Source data
--- START ---

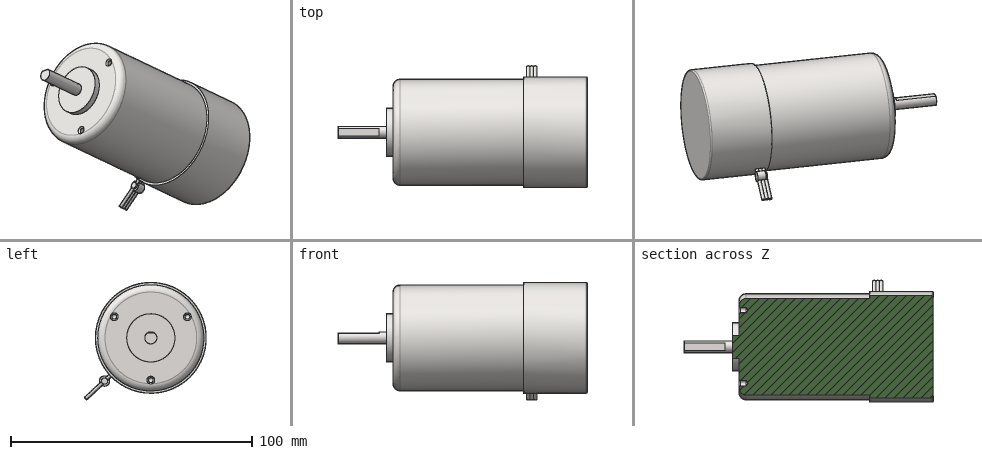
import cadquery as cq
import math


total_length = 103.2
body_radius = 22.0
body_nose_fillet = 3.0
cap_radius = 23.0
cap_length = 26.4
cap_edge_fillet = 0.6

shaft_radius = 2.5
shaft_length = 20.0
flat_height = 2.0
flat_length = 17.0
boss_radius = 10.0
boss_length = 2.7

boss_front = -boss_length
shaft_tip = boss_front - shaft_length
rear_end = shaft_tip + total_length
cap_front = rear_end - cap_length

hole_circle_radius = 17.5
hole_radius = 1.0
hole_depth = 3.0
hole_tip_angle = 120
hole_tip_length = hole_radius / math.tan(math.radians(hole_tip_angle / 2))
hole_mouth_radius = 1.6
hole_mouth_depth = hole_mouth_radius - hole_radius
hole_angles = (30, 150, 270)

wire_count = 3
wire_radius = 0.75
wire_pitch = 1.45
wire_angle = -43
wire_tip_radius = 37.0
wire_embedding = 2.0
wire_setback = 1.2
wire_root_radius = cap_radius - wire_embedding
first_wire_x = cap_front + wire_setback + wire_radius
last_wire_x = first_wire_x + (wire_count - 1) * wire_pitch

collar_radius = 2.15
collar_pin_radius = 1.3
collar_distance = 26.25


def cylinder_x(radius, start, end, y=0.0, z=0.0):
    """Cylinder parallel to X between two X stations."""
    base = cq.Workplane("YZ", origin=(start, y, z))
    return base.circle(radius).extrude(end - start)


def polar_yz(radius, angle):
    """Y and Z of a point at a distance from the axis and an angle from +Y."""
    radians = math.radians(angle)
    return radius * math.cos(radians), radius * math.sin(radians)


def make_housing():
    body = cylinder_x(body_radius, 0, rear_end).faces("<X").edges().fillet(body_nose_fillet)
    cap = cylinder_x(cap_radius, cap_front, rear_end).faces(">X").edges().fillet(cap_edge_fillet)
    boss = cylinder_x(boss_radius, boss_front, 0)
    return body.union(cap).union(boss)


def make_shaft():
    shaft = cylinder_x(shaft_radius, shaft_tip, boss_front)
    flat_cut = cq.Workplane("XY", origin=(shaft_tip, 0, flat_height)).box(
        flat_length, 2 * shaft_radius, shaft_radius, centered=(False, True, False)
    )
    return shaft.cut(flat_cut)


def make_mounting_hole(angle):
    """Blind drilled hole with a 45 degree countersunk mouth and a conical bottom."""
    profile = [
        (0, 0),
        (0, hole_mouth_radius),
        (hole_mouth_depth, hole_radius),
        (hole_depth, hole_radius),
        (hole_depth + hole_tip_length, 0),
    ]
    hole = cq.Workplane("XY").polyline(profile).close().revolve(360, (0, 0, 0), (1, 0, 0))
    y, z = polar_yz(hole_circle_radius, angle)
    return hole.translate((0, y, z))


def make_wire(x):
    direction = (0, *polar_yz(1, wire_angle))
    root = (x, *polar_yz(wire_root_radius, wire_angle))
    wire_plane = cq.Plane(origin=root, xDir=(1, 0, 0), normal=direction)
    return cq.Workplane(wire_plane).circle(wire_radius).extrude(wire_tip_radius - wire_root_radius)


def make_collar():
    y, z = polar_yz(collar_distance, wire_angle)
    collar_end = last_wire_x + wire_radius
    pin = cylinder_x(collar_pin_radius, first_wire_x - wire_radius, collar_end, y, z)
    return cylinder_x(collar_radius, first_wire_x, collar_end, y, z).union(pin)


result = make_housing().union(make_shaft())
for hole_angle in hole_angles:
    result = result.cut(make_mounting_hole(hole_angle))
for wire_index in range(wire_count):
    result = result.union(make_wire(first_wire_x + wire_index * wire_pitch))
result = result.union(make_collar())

--- END ---
--- START ---

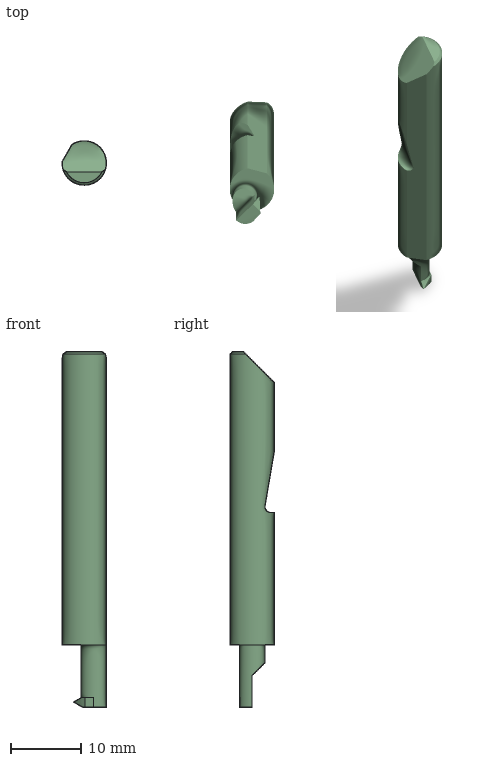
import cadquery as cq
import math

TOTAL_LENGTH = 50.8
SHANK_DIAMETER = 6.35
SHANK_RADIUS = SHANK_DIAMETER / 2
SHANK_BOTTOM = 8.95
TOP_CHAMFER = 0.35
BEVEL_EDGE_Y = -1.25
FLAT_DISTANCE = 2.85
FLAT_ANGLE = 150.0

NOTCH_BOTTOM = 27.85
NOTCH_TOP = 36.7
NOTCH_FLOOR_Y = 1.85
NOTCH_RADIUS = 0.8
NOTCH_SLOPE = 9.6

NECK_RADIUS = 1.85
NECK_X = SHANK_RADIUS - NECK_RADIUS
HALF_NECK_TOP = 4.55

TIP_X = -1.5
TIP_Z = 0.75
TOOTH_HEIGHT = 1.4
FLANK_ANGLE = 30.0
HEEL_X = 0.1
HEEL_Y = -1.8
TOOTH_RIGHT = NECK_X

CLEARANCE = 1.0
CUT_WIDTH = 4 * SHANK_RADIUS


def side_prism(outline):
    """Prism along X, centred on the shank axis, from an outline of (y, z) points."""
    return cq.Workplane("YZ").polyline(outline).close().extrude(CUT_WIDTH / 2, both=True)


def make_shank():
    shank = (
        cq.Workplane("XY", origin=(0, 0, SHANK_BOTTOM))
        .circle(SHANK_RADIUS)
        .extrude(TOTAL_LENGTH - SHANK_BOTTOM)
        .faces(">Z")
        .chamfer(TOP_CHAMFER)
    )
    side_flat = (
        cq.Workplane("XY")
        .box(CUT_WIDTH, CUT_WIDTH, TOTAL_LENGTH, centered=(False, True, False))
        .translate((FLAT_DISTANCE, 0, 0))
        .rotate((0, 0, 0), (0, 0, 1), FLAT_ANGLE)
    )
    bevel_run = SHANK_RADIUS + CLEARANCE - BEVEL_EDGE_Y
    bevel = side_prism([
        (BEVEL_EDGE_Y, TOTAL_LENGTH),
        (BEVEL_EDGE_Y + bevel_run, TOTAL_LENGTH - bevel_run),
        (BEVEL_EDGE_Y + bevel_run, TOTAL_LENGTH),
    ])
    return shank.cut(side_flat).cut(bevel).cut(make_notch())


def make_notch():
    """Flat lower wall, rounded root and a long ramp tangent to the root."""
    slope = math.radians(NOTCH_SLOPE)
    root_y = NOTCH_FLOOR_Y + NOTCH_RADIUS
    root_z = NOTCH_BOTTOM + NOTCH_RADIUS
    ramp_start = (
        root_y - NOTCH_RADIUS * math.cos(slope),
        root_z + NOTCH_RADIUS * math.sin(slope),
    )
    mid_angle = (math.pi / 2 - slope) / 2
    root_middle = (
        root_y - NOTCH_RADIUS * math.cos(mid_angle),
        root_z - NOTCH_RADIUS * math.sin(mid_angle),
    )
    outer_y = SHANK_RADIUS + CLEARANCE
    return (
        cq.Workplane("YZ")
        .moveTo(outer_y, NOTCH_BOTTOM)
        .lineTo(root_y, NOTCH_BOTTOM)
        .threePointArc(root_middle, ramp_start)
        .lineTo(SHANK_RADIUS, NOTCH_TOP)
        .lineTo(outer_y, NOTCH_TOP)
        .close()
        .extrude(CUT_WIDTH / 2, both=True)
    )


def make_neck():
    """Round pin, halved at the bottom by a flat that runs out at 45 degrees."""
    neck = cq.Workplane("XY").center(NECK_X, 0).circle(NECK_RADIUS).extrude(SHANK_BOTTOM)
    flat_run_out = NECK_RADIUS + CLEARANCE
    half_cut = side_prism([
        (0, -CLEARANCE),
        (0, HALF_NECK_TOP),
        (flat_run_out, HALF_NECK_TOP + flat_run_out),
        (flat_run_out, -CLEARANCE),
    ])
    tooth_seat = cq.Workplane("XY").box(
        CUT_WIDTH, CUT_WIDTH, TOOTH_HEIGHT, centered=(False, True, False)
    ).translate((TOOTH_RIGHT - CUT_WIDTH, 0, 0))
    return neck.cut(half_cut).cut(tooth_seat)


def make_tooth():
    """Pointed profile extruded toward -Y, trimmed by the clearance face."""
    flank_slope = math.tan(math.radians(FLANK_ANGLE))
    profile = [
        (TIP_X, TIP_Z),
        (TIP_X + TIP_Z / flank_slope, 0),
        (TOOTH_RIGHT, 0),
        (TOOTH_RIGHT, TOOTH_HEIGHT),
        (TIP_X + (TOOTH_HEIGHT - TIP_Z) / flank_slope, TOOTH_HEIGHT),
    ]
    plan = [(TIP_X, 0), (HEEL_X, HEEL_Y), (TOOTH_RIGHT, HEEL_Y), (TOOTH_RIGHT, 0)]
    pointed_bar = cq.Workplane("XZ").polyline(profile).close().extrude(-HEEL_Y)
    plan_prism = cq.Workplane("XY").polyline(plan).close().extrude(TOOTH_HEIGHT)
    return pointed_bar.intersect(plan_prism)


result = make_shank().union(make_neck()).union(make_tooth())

--- END ---
--- START ---

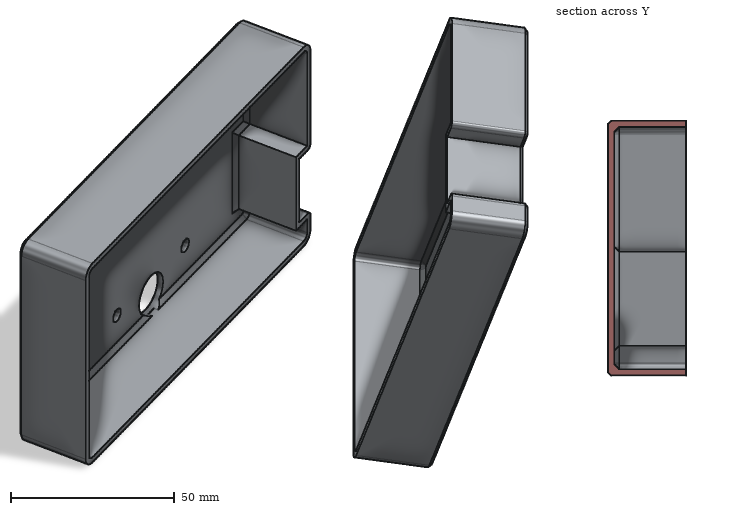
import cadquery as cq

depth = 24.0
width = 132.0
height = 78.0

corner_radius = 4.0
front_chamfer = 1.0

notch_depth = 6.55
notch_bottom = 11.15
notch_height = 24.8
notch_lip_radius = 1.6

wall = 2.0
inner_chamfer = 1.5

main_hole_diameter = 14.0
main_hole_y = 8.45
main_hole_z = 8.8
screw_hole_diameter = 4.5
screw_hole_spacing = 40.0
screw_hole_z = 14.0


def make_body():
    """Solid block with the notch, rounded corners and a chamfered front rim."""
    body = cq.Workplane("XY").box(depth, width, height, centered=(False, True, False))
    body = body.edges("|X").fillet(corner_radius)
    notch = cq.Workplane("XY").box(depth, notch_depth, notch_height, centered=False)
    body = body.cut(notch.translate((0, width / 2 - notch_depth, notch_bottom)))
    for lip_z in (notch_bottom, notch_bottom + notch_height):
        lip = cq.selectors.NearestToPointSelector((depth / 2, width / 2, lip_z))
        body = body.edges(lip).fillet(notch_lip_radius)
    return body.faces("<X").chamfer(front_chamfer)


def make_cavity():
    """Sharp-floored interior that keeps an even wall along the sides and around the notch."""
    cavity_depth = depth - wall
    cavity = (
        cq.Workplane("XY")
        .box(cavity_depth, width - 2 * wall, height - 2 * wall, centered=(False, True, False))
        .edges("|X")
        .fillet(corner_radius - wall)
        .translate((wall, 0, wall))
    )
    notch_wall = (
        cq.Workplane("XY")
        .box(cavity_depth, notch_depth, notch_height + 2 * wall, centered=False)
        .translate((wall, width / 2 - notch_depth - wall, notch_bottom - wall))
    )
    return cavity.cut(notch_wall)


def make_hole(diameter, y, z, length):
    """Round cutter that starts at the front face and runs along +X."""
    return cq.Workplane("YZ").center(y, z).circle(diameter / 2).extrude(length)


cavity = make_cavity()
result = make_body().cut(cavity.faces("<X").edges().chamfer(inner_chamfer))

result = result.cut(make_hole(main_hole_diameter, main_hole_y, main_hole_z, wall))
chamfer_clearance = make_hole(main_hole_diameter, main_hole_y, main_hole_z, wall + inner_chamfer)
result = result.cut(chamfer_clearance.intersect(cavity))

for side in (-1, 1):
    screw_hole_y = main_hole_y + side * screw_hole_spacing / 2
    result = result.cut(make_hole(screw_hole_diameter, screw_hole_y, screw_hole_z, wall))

--- END ---

YOUR GOAL:
Filter the records above down to the lines that hold the string "runs".

SOLUTION BELOW:
    """Round pin, halved at the bottom by a flat that runs out at 45 degrees."""
    """Round cutter that starts at the front face and runs along +X."""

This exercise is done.